2006 Conference General Sessions




Michael Williams
U.S. Dept. of Veterans Affairs
Atlanta VAMC

1670 Clairmont Rd. (151R)
Decatur GA 30033
Day Phone: 404-414-1507

Fax: 404-728-4837

Email: mike2488@yahoo.com

In order for visually impaired individuals to cross streets independently, they must be able to recognize that they have arrived at an intersecting street; determine the configuration of the intersection so that they can establish an optimal location, heading, and employ a reliable and safe procedure for crossing. It is also helpful to be able to determine or confirm the name of the intersecting streets. When intersections are familiar, some of this information may already be known. Much of this information is typically obtained by listening to traffic patterns and sounds of individual vehicles. Techniques and cues used in crossing streets are diverse and vary by location and individual. Many visually impaired pedestrians have received mobility instruction from an orientation and mobility (O&M) specialist to use a cane and/or dog guide to travel independently. In the most common technique utilized for crossing at signalized intersections, pedestrians who are blind begin to cross the street when there is a surge of traffic parallel to their direction of travel. Vehicular
sounds are often sufficient to determine the onset of the WALK interval and the direction to the crosswalk on the opposite side of the street. A large number of travelers who are blind cross streets safely and independently most of the time. Nonetheless, there are many intersections that blind individuals consider to be unsafe for crossing without the assistance of a human guide. Individual differences in impairments, mobility skills, abilities, and personality as well as the environmental situation determine which streets any individual will choose to cross independently.

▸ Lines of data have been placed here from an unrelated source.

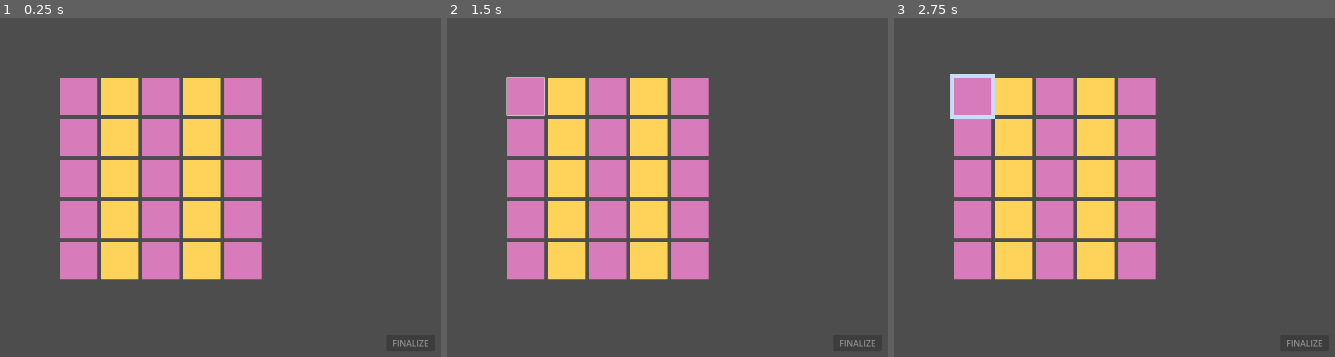
Above: before the commit, frames 1-3 (left to right).
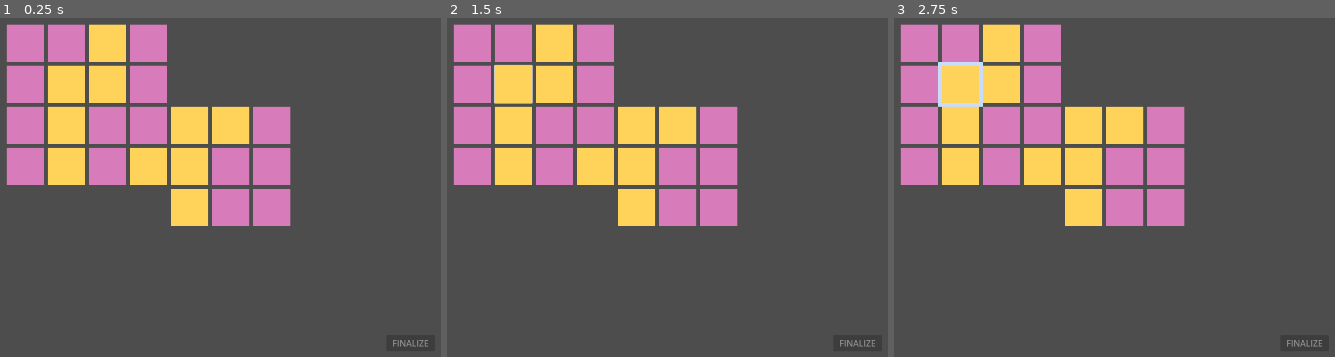
Above: after the commit, the same moments.

Repository: Annikatt/Annikatt
Game: Godot game, scene res://main_level.tscn
Same seed, same stepped clock (60 frames per second), same inputs: the game is played once before the commit and once after it.
Inputs (mouse positions are in pixels of both pictures, inside the frame that each line leads up to):
- Up to frame 1 (0.25 s): no input
- Up to frame 2 (1.5 s): click (526, 95) at 0.52 s; click (526, 95) at 1.27 s
- Up to frame 3 (2.75 s): click (973, 95) at 2.02 s

The runs differ from the first frame. In frame 1, 31% of the frame differs, in the area x 1-66%, y 1-78%; in frame 2, 31%; in frame 3, 31%.

Commit message:
Add files via upload

Diff:
--- a/GerrymanderingV1/main_level.gd
+++ b/GerrymanderingV1/main_level.gd
@@ -11,14 +11,20 @@
 var districts_used = []
 var level_scalar = .7
 var n_by_n = 5
+var start_x = 200
+var start_y = 200
 
 
 # Called when the node enters the scene tree for the first time.
 func _ready():
-	generate_grid(n_by_n,n_by_n,level_scalar,300,300,0,0)
+	generate_grid(4,4,level_scalar,start_x,start_y,0,0)
+	generate_grid(3,3,level_scalar,get_grid_xy(4,2)[0],get_grid_xy(4,2)[1],4,2)
 	generate_districts(n_by_n)
 	finalize_button.pressed.connect(_finalize.bind())
 
+
+func get_grid_xy(x,y):
+	return [start_x + x * 110 * level_scalar, start_y + y * 110 * level_scalar]
 
 # Creates a rectangle of precincts with width and height
 # x and y are global positions
--- a/GerrymanderingV1/main_level.tscn
+++ b/GerrymanderingV1/main_level.tscn
@@ -12,6 +12,8 @@
 offset_right = 1003.0
 offset_bottom = 813.0
 
+[node name="background" type="Node2D" parent="."]
+
 [node name="grid" type="Node2D" parent="."]
 
 [node name="outlines" type="Node2D" parent="."]
--- a/GerrymanderingV1/outline.gd
+++ b/GerrymanderingV1/outline.gd
@@ -7,6 +7,7 @@
 	direction = d
 	if direction == 'horiz':
 		rotate(-PI/2)
+
 
 func set_tile_relatives(tx,ty,pos):
 	if pos == 'top':

The effects of two types of accessible pedestrian signals on the street crossing behavior of 24 totally blind participants were directly compared in this research. One accessible pedestrian signal CAPS) used a sound generator and vibrating hardware, which were integrated into the pedestrian push button (Polara). These sounds were heard from the near vicinity of the push button, and a different message or repetition rate was used to indicate the WALK interval. The second ASS used pulsing LEDs to illuminate the message in the pedestrian signal headcombined with an IR beacon to transmit a message to a hand held receiver carried by the blind traveler (Relume). The hand held receiver provided a “Walk” or “Wait” message designated by variable tones, which was only audible to the user. A control condition consisted of crossing without any ASS device. Data were collected on: crossing speed; latency from the start of the walk and entering the crosswalk; the number of cycles missed and accuracy of the crossing. A within subjects design was employed with crossing randomized for condition, direction of crossing. The treatments were placed at two adjacent intersections for the first half of the participants and then switched for the second half of the participants to eliminate a location effect.

Results indicated that the time to cross the street was significantly shorter when participants used the hand held device then when they used the audible push button device or crossed without any ASS. There was no significant difference in crossing time between the audible push button device and the control condition. Crossing time with the audible push button device did not differ significantly from crossing time without any ASS device. Latency to start crossing was significantly faster when participants used the handheld device than either the audible push button or when crossing without an ASS in the control condition. The audible push button device was also associated with a significantly shorter latency than the control condition. Data on the accuracy of the crossing indicated much greater variation in crossing accuracy with the audible push button device than with the hand held device or control condition. The number of missed cycles was significantly lower with both ASS devices than when the person crossed without an ASS and there was no difference between either ASS device. An equal percentage of participants (45%) favored each of the two ASS devices and 5% preferred both equally while 5% favored crossing without either of the ASS devices.